Izrael rozpoczyna ataki w całej Strefie Gazy
Izraelskie samoloty i czołgi uderzyły w obszary w całej Strefie Gazy – twierdzą mieszkańcy, gdy doradca Białego Domu ds. bezpieczeństwa narodowego Jake Sullivan spotkał się w niedzielę z izraelskim premierem Benjaminem Netanjahu w odpowiedzi na wezwania USA do bardziej skoncentrowanej kampanii wojskowej.
Oczekiwano, że Sullivan będzie nalegał, aby Izrael zaatakował bojowników Hamasu w ukierunkowany sposób, a nie poprzez atak na pełną skalę na miasto Rafah w południowej Gazie, jak oznajmił Biały Dom przed dyskusjami.
Izrael napiera na miasto, które według niego jest ostatnim bastionem sił Hamasu. Setki tysięcy Palestyńczyków uciekło z obszaru, który był jednym z niewielu pozostałych miejsc schronienia.

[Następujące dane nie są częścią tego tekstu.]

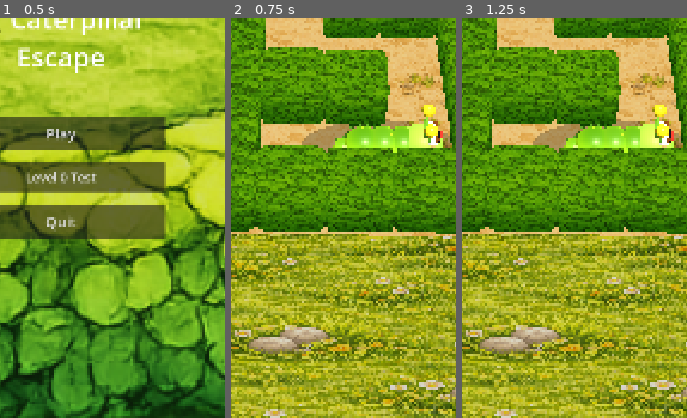
Above: before the commit, frames 1-3 (left to right).
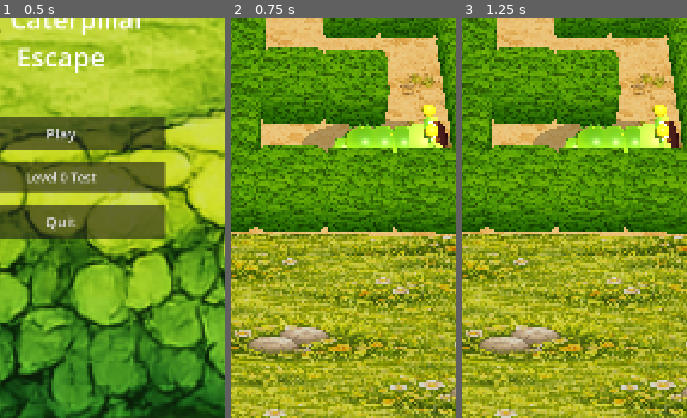
Above: after the commit, the same moments.

Repository: blago83/CaterpillarEscapeGame
Game: Godot game, scene res://scenes/MainMenu.tscn
Same seed, same stepped clock (60 frames per second), same inputs: the game is played once before the commit and once after it.
Inputs:
- Up to frame 1 (0.5 s): no input
- Up to frame 2 (0.75 s): click "Play" at 0.5 s
- Up to frame 3 (1.25 s): no input
The pictures show only the part of the screen within x 36-86%, y 37-87%; the shares and areas given below are measured in that part.

Frame 1 is identical in both runs. In frame 2, 0.3% of the frame differs, in the area x 87-97%, y 24-33%; in frame 3, 0.4%.

Commit message:
Reshape mouth into wide D-shape with pink tongue

Diff:
--- a/scripts/segment_3d.gd
+++ b/scripts/segment_3d.gd
@@ -450,88 +450,82 @@
 		_cheek_nodes.append(cheek)
 
 func _add_mouth(head_radius: float, parent: Node3D) -> void:
-	# Wide cheerful open smile — dark D-shape opening with a red tongue inside
-	# Built from: dark interior + matching-green mask for the upper lip + red tongue + dark smile-curve outline
-
+	# Wide D-shaped open smile (flat top, round bottom) with a pink tongue inside.
 	var mouth_pivot := Node3D.new()
-	mouth_pivot.position = Vector3(0.0, head_radius * -0.32, -head_radius * 0.84)
-	mouth_pivot.scale = Vector3(0.85, 0.85, 0.85)
+	mouth_pivot.position = Vector3(0.0, head_radius * -0.28, -head_radius * 0.84)
+	mouth_pivot.scale = Vector3(1.0, 1.0, 1.0)
 	parent.add_child(mouth_pivot)
 
-	# ── Dark mouth interior — wider and taller for an OPEN smile look ──
-	var mouth_mat := StandardMaterial3D.new()
-	mouth_mat.albedo_color = Color(0.05, 0.01, 0.01)
-	mouth_mat.specular = 0.0
-	mouth_mat.roughness = 1.0
-
-	var mouth := MeshInstance3D.new()
-	var mouth_s := SphereMesh.new()
-	mouth_s.radius = 0.10
-	mouth_s.height = 0.10
-	mouth_s.radial_segments = 28
-	mouth_s.rings = 14
-	mouth.mesh = mouth_s
-	mouth.material_override = mouth_mat
-	mouth.position = Vector3.ZERO
-	# Wider than tall + flat so the dark area sits clearly on the face
-	mouth.scale = Vector3(1.6, 1.1, 0.35)
-	mouth.cast_shadow = GeometryInstance3D.SHADOW_CASTING_SETTING_OFF
-	mouth_pivot.add_child(mouth)
-
-	# ── Green mask for top portion — leaves a wide "D" shaped opening ──
+	# Dark cavity: very wide flattened sphere -> looks like a wide round opening.
+	var cavity_mat := StandardMaterial3D.new()
+	cavity_mat.albedo_color = Color(0.18, 0.05, 0.05)
+	cavity_mat.specular = 0.05
+	cavity_mat.roughness = 0.92
+
+	var cavity := MeshInstance3D.new()
+	var cavity_s := SphereMesh.new()
+	cavity_s.radius = 0.13
+	cavity_s.height = 0.20
+	cavity_s.radial_segments = 32
+	cavity_s.rings = 16
+	cavity.mesh = cavity_s
+	cavity.material_override = cavity_mat
+	cavity.position = Vector3(0.0, -0.02, -0.03)
+	# Stretch wide horizontally, moderate vertically, shallow depth.
+	cavity.scale = Vector3(2.05, 1.25, 0.48)
+	cavity.cast_shadow = GeometryInstance3D.SHADOW_CASTING_SETTING_OFF
+	mouth_pivot.add_child(cavity)
+
+	# Flat top mask covers the upper half of the cavity to make a D shape.
 	var mask_mat := StandardMaterial3D.new()
-	mask_mat.albedo_color = Color(0.62, 0.85, 0.28)  # match head color
+	mask_mat.albedo_color = Color(0.66, 0.89, 0.27)
 	mask_mat.specular = 0.55
-	mask_mat.roughness = 0.45
-	mask_mat.rim_enabled = true
-	mask_mat.rim = 0.4
+	mask_mat.roughness = 0.34
 	var mask := MeshInstance3D.new()
-	var mask_s := SphereMesh.new()
-	mask_s.radius = 0.10
-	mask_s.height = 0.07
-	mask_s.radial_segments = 28
-	mask_s.rings = 14
+	var mask_s := BoxMesh.new()
+	# Wide enough to cover the full cavity width, tall enough to clip the top half.
+	mask_s.size = Vector3(0.62, 0.16, 0.10)
 	mask.mesh = mask_s
 	mask.material_override = mask_mat
-	# Positioned high so a wide horizontal opening remains below
-	mask.position = Vector3(0.0, 0.075, 0.008)
-	mask.scale = Vector3(1.65, 0.55, 0.42)
+	mask.position = Vector3(0.0, 0.082, 0.0)
 	mask.cast_shadow = GeometryInstance3D.SHADOW_CASTING_SETTING_OFF
 	mouth_pivot.add_child(mask)
 
-	# ── Red tongue — fills the bottom of the smile, slightly forward ──
+	# Pink tongue filling the lower half of the opening.
 	var tongue_mat := StandardMaterial3D.new()
-	tongue_mat.albedo_color = Color(0.85, 0.22, 0.18)
-	tongue_mat.specular = 0.45
-	tongue_mat.roughness = 0.4
+	tongue_mat.albedo_color = Color(0.95, 0.50, 0.50)
+	tongue_mat.specular = 0.65
+	tongue_mat.roughness = 0.30
+
 	var tongue := MeshInstance3D.new()
 	var tongue_s := SphereMesh.new()
-	tongue_s.radius = 0.075
-	tongue_s.height = 0.05
-	tongue_s.radial_segments = 18
-	tongue_s.rings = 10
+	tongue_s.radius = 0.10
+	tongue_s.height = 0.10
+	tongue_s.radial_segments = 24
+	tongue_s.rings = 12
 	tongue.mesh = tongue_s
 	tongue.material_override = tongue_mat
-	tongue.position = Vector3(0.0, -0.025, -0.015)
-	tongue.scale = Vector3(1.15, 0.85, 0.85)
+	# Wide and a bit flattened, sitting in the lower half, pushed forward so it pokes out.
+	tongue.position = Vector3(0.0, -0.045, 0.025)
+	tongue.scale = Vector3(1.55, 0.95, 1.10)
 	tongue.cast_shadow = GeometryInstance3D.SHADOW_CASTING_SETTING_OFF
 	mouth_pivot.add_child(tongue)
 
-	# ── Tongue highlight — wet shine on the tongue ──
-	var shine_mat := StandardMaterial3D.new()
-	shine_mat.albedo_color = Color(1.0, 0.85, 0.80, 0.7)
-	shine_mat.transparency = BaseMaterial3D.TRANSPARENCY_ALPHA
-	shine_mat.specular = 1.0
-	shine_mat.roughness = 0.1
-	var shine := MeshInstance3D.new()
-	var shine_s := SphereMesh.new()
-	shine_s.radius = 0.025
-	shine_s.height = 0.015
-	shine.mesh = shine_s
-	shine.material_override = shine_mat
-	shine.position = Vector3(-0.015, 0.012, -0.025)
-	shine.cast_shadow = GeometryInstance3D.SHADOW_CASTING_SETTING_OFF
-	tongue.add_child(shine)
+	# Subtle highlight on the tongue.
+	var tongue_shine_mat := StandardMaterial3D.new()
+	tongue_shine_mat.albedo_color = Color(1.0, 0.92, 0.90, 0.55)
+	tongue_shine_mat.transparency = BaseMaterial3D.TRANSPARENCY_ALPHA
+	tongue_shine_mat.specular = 1.0
+	tongue_shine_mat.roughness = 0.08
+	var tongue_shine := MeshInstance3D.new()
+	var tongue_shine_s := SphereMesh.new()
+	tongue_shine_s.radius = 0.028
+	tongue_shine_s.height = 0.014
+	tongue_shine.mesh = tongue_shine_s
+	tongue_shine.material_override = tongue_shine_mat
+	tongue_shine.position = Vector3(0.025, 0.020, -0.012)
+	tongue_shine.cast_shadow = GeometryInstance3D.SHADOW_CASTING_SETTING_OFF
+	tongue.add_child(tongue_shine)
 
 	_mouth_node = mouth_pivot
 	_mouth_base_scale = mouth_pivot.scale

„W całej Strefie Gazy nie ma bezpieczeństwa” – powiedział Majid Omran, który powiedział agencji Reuters, że jego rodzina uciekła z Rafah i właśnie wróciła do tego, co pozostało z ich domu w mieście Khan Younis na południu, z którego uciekli prawie pięć miesięcy temu.
„Zabraliśmy nasze dzieci, wnuki i córki, przyjechaliśmy i zamieszkaliśmy nad gruzami naszego domu. Ponieważ nie ma tu gdzie się schronić” – powiedział Omran agencji Reuters wewnątrz zrujnowanej posiadłości, gdy kobieta gotowała nad ogniem.
Siły izraelskie w nocy i w niedzielę wdzierały się także głębiej w wąskie uliczki Dżabalii w północnej Gazie, wracając na obszar, który, jak twierdzili, oczyścili wcześniej w trakcie konfliktu – twierdzą mieszkańcy.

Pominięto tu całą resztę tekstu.